— Вы прожили целую жизнь. Пусть это не конец жизни, но все же: что вы думаете — хорошо вы ее прожили или нет?
— Очень трудный вопрос. Мне очень трудно оценить свою собственную жизнь.
— Но все же попробуйте.
— С каких позиций? С позиций общества? Работы? Дома? Или самовыражения?
— Но ведь из чего-то складывается общая оценка?
— Раньше было проще — была идеологическая составляющая, а теперь…
— Вы серьезно считаете, что раньше было проще?
— Конечно. Проще, но не значит правильнее в общечеловеческом смысле. Смотрите — с позиций общества я честно выполнял порученную мне работу, и выполнял ее далеко не худшим образом.
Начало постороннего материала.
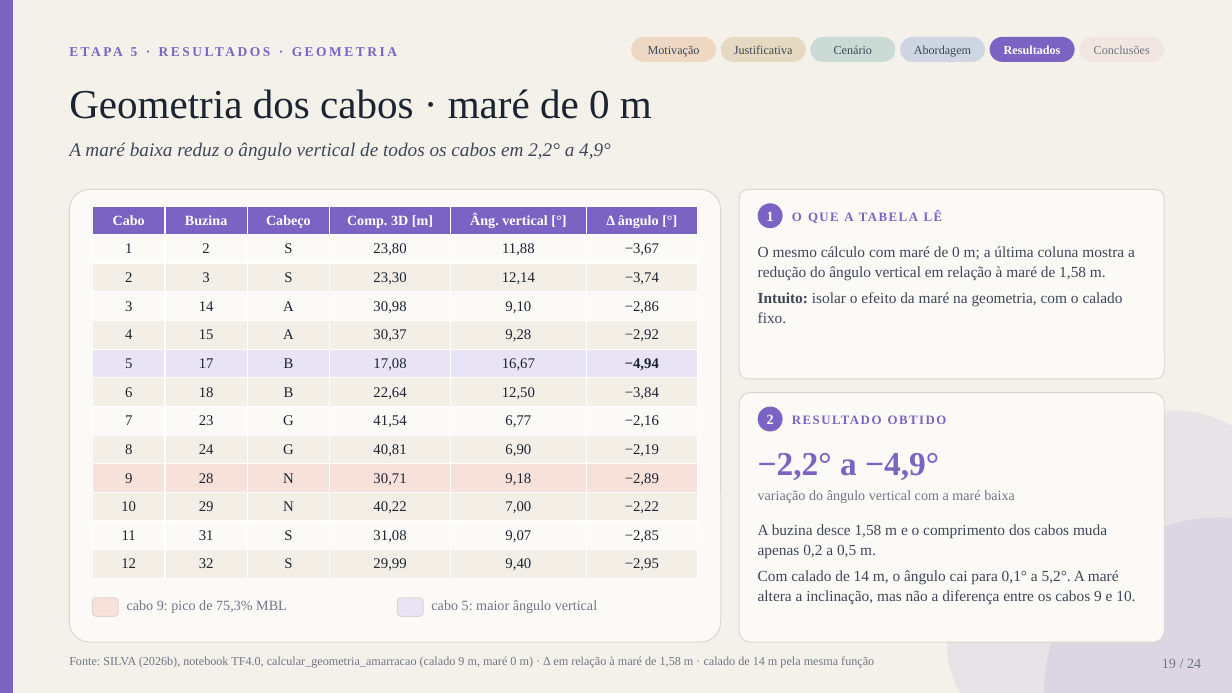
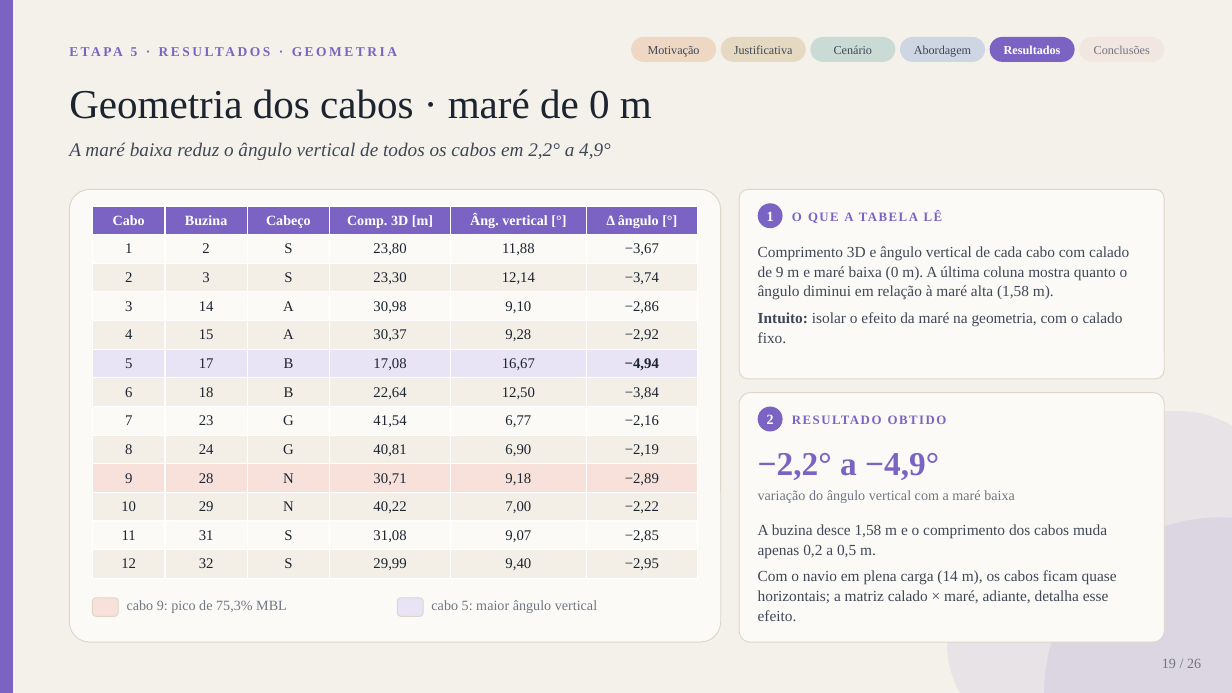
Before and after one commit to gustavogsilvaa/Apresentacao-Kiro, a slide deck: slide 19 of amarracao_v3/Apresentacao_TF_Amarracao_parcial.pptx. Drawn at 1232x693 pixels with LibreOffice and Linux fonts; fonts in the diff are those of the drawing. Boxes give left, top, right and bottom in pixels: in the first picture for what was removed or moved away, otherwise in the second. Text is boxed around its words. In the diff, an @@ line names an element or a change of style, - is before the commit and + after.

```diff
--- a/amarracao_v3/Apresentacao_TF_Amarracao_parcial.pptx
+++ b/amarracao_v3/Apresentacao_TF_Amarracao_parcial.pptx
@@ text at bbox=[758, 246, 1129, 300]: text changed @@
-O mesmo cálculo com maré de 0 m; a última coluna mostra a redução do ângulo vertical em relação à maré de 1,58 m.
+Comprimento 3D e ângulo vertical de cada cabo com calado de 9 m e maré baixa (0 m). A última coluna mostra quanto o ângulo diminui em relação à maré alta (1,58 m).
@@ text at bbox=[758, 570, 1117, 621]: text changed @@
-Com calado de 14 m, o ângulo cai para 0,1° a 5,2°. A maré altera a inclinação, mas não a diferença entre os cabos 9 e 10.
+Com o navio em plena carga (14 m), os cabos ficam quase horizontais; a matriz calado × maré, adiante, detalha esse efeito.
@@ text removed at bbox=[69, 656, 874, 668] @@
-Fonte: SILVA (2026b), notebook TF4.0, calcular_geometria_amarracao (calado 9 m, maré 0 m) · Δ em relação à maré de 1,58 m · calado de 14 m pela mesma função
@@ text at bbox=[1162, 659, 1201, 668]: text changed @@
-19 / 24
+19 / 26
```
Also in this commit, not shown: 23 other slides changed, 2 slides added, 10 other files.

И производственную, и общественную работу я выполнял с инициативой, подходя к выполнению поставленной задачи творчески. Это действительно так. Идем далее — с точки зрения работы. Старался. Пусть это не всегда удавалось — я имею в виду оптимальное решение, но в невыполнении поставленных задач обвинить меня нельзя.
— С точки зрения дома в широком смысле слова. Наверное, удалось далеко не все и не в полной мере. Хотелось бы… Но это уже переходит в весьма личное…
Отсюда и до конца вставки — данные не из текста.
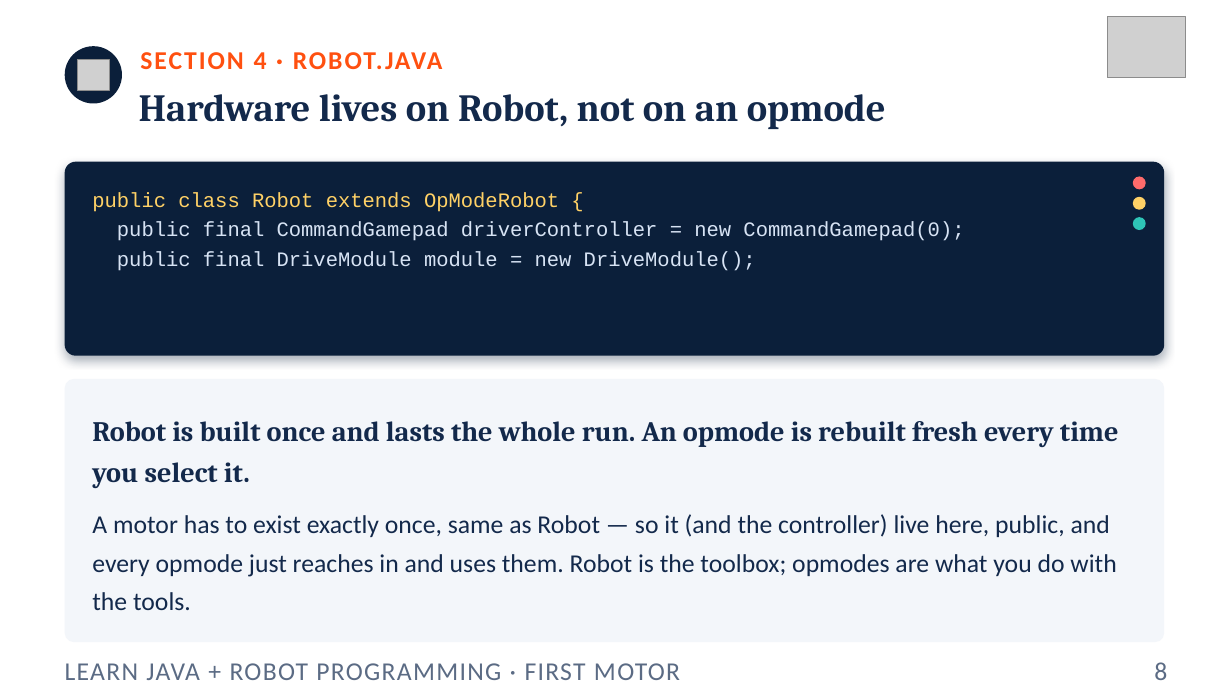
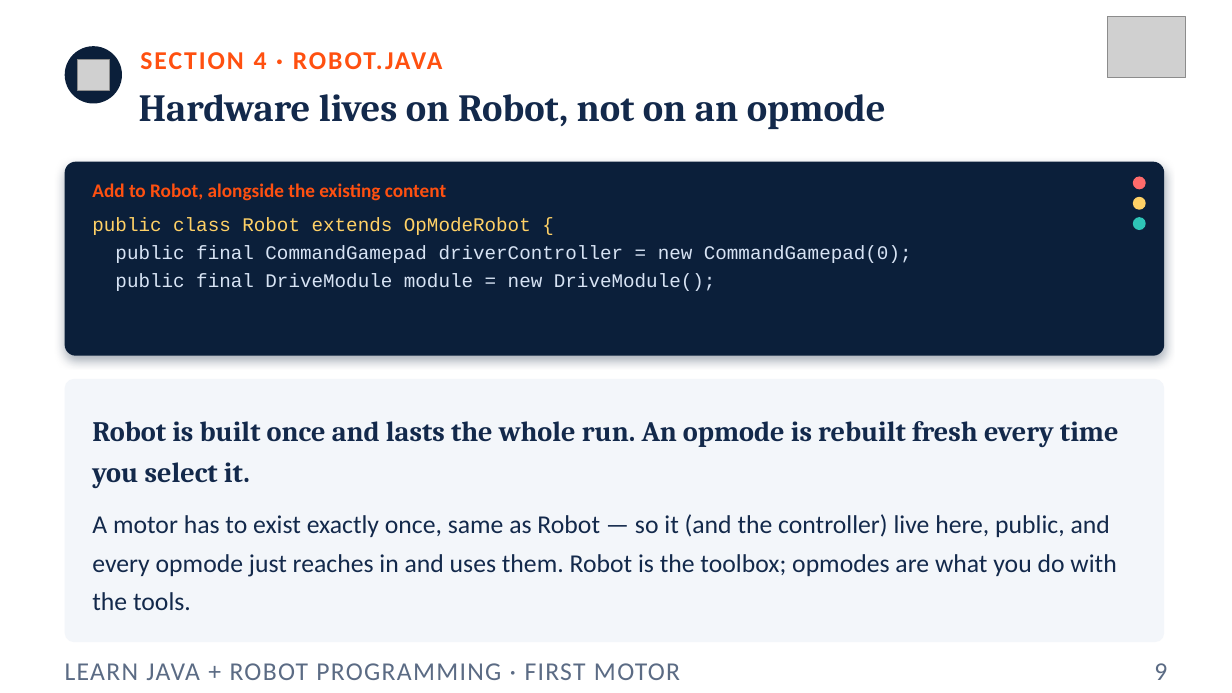
Before and after one commit to FRC5010/BasicRobotLessons, a slide deck: slide 9 of docs/presentations/v3/01-first-motor.pptx (slide 8 before the commit). Drawn at 1232x693 pixels with LibreOffice and Linux fonts; fonts in the diff are those of the drawing; grey boxes stand for pictures. Boxes give left, top, right and bottom in pixels: in the first picture for what was removed or moved away, otherwise in the second. Text is boxed around its words. In the diff, an @@ line names an element or a change of style, - is before the commit and + after.

```diff
--- a/docs/presentations/v3/01-first-motor.pptx
+++ b/docs/presentations/v3/01-first-motor.pptx
@@ text "public class Robot extends OpModeRobot ...": place and size @@
-text "public class Robot extends OpModeRobot ..." at <box>92,192,964,271</box>
+text "public class Robot extends OpModeRobot ..." at <box>92,218,912,291</box>
@@ text "public class Robot extends OpModeRobot ..." at <box>92,218,912,291</box>: size 16 to 15 pt @@
@@ text added at <box>92,183,446,201</box>, 15 pt, text #FF5010, bold @@
+Add to Robot, alongside the existing content
@@ text at <box>1154,663,1167,680</box>: text changed @@
-8
+9
```
Also in this commit, not shown: 10 other slides changed, 1 slide added, 17 other files.

— С точки зрения самовыражения еще хуже. Были мечты, были порывы, но они так и остались мечтами и порывами. Видимо, я недостаточно свободен даже внутри, чтобы дать волю своим подспудным желаниям.
— Вы несвободны?
— Да. И в широком смысле слова. Это уже изменить нельзя. В чем-то обязательность в самом начале переросла во внутреннюю несвободу, подчинение тем нормам и правилам, которые считались выражением интересов общества… Даже зная о лживости многих постулатов, бунт мой не выходил вовне.
— Но вы давно поняли лживость постулатов советского общества?
— Видите ли, вопрос очень обширный. Если его сузить… Где-то в самом начале перестройки я начал готовить лекцию под условным названием «Враги перестройки». Подбирая материалы, я с удивлением убедился, что основные противники этого процесса находятся в ЦК и верхних эшелонах власти. После этого я перестал платить партийные взносы.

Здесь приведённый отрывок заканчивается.